Once we detected that one audience performed better than another, we ran A/B tests with the same type of audience in different channels and countries where our ASO rankings were good enough. The possibilities of scaling the organic installs in those countries were higher because we could align with the ASO side to select the exact keywords that had more potential. Reallocating the budget to the best channels and testing different campaign setups in those channels allowed us to scale our campaigns drastically in a very short period of time.
At the same time, we build a strict and automatic system to pause or reduce all the campaigns, audiences or creatives that were wasting our limited resources. When your goal is to enter the top 10 in a highly competitive category in less than 1 year, every single euro should be invested in the most intelligent way. Moreover, in this case, your growth strategy should include the control of bad-performing campaigns.

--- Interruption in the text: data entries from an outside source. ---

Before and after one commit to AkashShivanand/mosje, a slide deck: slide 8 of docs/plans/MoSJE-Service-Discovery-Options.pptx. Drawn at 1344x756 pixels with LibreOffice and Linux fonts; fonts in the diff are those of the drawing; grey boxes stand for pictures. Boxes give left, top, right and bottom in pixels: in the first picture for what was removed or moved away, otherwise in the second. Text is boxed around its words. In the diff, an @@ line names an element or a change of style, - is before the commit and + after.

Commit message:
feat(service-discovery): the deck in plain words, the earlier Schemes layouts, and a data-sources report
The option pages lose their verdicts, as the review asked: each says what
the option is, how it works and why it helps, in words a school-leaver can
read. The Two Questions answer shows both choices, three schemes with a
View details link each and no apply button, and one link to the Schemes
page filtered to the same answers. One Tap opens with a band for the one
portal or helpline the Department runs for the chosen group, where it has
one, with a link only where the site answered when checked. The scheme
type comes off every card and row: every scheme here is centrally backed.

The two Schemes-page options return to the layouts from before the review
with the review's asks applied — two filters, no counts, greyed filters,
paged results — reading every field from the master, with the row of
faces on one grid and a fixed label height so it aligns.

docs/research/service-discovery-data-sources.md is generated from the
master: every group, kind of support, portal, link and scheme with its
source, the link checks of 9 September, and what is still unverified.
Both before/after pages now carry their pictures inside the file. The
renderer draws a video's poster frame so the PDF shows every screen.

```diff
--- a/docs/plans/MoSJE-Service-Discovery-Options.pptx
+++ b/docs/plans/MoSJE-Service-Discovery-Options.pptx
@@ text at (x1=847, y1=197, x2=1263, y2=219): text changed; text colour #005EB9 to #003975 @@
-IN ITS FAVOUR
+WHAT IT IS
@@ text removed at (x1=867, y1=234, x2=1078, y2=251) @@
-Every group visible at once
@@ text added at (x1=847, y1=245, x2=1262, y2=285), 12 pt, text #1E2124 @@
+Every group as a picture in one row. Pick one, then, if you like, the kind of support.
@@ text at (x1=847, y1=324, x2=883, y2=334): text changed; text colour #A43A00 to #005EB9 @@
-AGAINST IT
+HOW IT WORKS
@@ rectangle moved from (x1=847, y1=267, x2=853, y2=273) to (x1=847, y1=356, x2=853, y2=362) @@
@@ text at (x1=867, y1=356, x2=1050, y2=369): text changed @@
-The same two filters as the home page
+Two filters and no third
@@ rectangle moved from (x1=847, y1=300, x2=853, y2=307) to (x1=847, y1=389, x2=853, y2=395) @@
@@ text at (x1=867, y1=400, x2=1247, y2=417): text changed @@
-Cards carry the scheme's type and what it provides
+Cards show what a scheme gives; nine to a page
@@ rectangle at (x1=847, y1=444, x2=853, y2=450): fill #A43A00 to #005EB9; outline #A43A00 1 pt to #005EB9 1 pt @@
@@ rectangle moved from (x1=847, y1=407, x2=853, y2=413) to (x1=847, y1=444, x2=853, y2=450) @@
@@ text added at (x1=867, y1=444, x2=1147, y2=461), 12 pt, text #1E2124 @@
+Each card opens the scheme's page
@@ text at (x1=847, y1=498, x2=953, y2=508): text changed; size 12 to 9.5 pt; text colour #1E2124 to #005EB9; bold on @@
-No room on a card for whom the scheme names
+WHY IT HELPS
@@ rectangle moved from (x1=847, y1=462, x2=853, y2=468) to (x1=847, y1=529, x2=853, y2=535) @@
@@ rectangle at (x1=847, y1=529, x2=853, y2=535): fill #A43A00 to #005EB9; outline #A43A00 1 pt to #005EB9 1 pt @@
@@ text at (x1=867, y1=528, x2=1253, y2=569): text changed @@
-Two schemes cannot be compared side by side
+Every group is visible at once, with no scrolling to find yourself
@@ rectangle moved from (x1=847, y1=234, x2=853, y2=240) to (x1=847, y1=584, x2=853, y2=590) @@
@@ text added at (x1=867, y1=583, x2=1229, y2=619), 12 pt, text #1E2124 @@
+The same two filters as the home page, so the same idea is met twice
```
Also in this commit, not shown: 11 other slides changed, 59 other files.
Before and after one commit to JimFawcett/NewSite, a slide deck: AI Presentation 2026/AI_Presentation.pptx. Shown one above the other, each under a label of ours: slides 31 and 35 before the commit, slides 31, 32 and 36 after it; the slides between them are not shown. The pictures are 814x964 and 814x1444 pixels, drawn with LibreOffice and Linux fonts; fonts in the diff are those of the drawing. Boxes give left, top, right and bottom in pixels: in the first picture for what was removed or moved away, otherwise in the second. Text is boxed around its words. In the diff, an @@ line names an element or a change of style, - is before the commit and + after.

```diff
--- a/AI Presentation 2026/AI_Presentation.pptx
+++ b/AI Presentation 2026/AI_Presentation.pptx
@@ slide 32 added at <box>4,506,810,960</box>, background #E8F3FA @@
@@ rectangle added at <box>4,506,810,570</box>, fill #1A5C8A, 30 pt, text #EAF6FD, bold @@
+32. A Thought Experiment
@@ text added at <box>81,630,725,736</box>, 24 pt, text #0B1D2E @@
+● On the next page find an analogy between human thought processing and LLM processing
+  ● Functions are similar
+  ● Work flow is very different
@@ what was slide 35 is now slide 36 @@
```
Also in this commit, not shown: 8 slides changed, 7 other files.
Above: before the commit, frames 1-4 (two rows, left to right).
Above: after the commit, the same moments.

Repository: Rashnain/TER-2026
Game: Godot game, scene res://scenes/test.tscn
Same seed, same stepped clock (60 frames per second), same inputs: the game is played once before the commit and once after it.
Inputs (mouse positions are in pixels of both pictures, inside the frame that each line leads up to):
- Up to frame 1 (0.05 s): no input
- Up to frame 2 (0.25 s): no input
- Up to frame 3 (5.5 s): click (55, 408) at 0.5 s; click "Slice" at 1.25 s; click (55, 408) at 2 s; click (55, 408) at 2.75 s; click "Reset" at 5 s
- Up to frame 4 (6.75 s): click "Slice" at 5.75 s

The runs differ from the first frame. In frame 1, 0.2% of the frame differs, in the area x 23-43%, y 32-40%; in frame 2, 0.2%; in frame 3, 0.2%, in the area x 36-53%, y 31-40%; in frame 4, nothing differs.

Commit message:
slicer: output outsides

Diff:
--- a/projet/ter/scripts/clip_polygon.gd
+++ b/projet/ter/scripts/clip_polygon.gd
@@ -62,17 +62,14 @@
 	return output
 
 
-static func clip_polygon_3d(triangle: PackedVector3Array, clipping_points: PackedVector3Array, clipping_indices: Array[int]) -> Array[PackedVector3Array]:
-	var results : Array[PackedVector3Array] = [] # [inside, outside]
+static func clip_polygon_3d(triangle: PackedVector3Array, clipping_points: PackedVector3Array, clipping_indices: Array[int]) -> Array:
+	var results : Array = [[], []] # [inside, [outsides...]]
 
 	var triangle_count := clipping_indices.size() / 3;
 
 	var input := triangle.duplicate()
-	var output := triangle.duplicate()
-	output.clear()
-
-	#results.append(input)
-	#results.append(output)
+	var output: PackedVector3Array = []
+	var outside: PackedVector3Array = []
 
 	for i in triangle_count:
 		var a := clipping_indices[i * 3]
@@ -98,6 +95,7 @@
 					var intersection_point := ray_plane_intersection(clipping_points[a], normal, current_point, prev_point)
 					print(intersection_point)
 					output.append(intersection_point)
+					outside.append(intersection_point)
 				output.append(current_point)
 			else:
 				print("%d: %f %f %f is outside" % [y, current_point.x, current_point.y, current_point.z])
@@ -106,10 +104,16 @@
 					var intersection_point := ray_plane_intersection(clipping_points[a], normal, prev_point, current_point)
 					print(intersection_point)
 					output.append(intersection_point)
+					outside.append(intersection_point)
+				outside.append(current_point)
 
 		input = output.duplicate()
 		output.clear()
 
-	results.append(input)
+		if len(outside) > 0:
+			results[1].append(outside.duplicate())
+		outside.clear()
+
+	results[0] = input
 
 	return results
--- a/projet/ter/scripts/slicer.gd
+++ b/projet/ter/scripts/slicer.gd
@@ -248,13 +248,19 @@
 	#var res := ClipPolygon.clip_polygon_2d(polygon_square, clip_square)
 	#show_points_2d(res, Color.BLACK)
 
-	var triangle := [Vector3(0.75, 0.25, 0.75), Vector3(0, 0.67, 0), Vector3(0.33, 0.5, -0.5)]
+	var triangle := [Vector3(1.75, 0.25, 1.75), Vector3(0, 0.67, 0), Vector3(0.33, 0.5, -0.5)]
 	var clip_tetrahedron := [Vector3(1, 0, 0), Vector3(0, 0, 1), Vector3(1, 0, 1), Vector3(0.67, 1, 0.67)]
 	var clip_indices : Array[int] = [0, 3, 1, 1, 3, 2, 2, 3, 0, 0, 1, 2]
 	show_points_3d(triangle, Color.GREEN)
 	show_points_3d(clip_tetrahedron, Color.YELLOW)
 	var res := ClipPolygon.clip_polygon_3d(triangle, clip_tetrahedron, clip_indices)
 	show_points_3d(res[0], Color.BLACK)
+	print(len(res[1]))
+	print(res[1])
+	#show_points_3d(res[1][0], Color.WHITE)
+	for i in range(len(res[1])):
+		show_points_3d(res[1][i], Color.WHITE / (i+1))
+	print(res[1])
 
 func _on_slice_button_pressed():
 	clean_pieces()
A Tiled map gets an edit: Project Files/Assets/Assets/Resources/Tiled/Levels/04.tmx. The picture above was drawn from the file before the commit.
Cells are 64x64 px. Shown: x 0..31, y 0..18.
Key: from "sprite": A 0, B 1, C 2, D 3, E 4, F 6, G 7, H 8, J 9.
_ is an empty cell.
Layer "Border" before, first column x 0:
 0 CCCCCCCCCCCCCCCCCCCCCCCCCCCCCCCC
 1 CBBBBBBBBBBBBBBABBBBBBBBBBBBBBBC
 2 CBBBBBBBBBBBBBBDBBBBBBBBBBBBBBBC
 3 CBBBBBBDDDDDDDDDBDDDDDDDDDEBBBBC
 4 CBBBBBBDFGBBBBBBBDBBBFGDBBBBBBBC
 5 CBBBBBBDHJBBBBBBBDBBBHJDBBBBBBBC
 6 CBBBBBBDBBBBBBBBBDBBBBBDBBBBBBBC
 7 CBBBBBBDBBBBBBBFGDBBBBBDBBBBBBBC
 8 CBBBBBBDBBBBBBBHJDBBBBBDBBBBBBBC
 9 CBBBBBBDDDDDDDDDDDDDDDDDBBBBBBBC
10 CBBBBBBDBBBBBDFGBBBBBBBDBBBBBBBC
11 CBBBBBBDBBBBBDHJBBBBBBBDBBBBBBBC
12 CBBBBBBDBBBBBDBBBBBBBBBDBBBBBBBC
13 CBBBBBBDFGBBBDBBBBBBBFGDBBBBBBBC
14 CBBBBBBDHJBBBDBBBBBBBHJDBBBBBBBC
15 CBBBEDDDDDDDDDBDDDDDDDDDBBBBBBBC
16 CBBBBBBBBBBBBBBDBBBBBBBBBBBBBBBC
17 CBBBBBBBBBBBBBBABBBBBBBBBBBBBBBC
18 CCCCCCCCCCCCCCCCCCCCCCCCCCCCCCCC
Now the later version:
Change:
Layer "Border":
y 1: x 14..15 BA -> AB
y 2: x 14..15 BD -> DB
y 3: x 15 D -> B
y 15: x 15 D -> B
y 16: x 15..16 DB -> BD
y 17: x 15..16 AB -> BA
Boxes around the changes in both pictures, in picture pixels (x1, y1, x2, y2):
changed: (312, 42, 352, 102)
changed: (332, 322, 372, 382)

This customized strategy immediately brought impact, getting more than 100.000 signups per month and a decrease in the CPA by over 20% during the 1st month. It is something that we could repeat until reaching a total decrease of -50% compared to the previous period. App Radar’s campaign performances allowed Chatterbug to start investing a higher monthly budget to scale the numbers as the KPIs and monthly goals were consistently achieved.
The successful results in the campaigns also helped to drastically increase Chatterbug’s organic rankings, getting more than 650 ranked keywords with high search traffic and more than 3700 ranked keywords in total.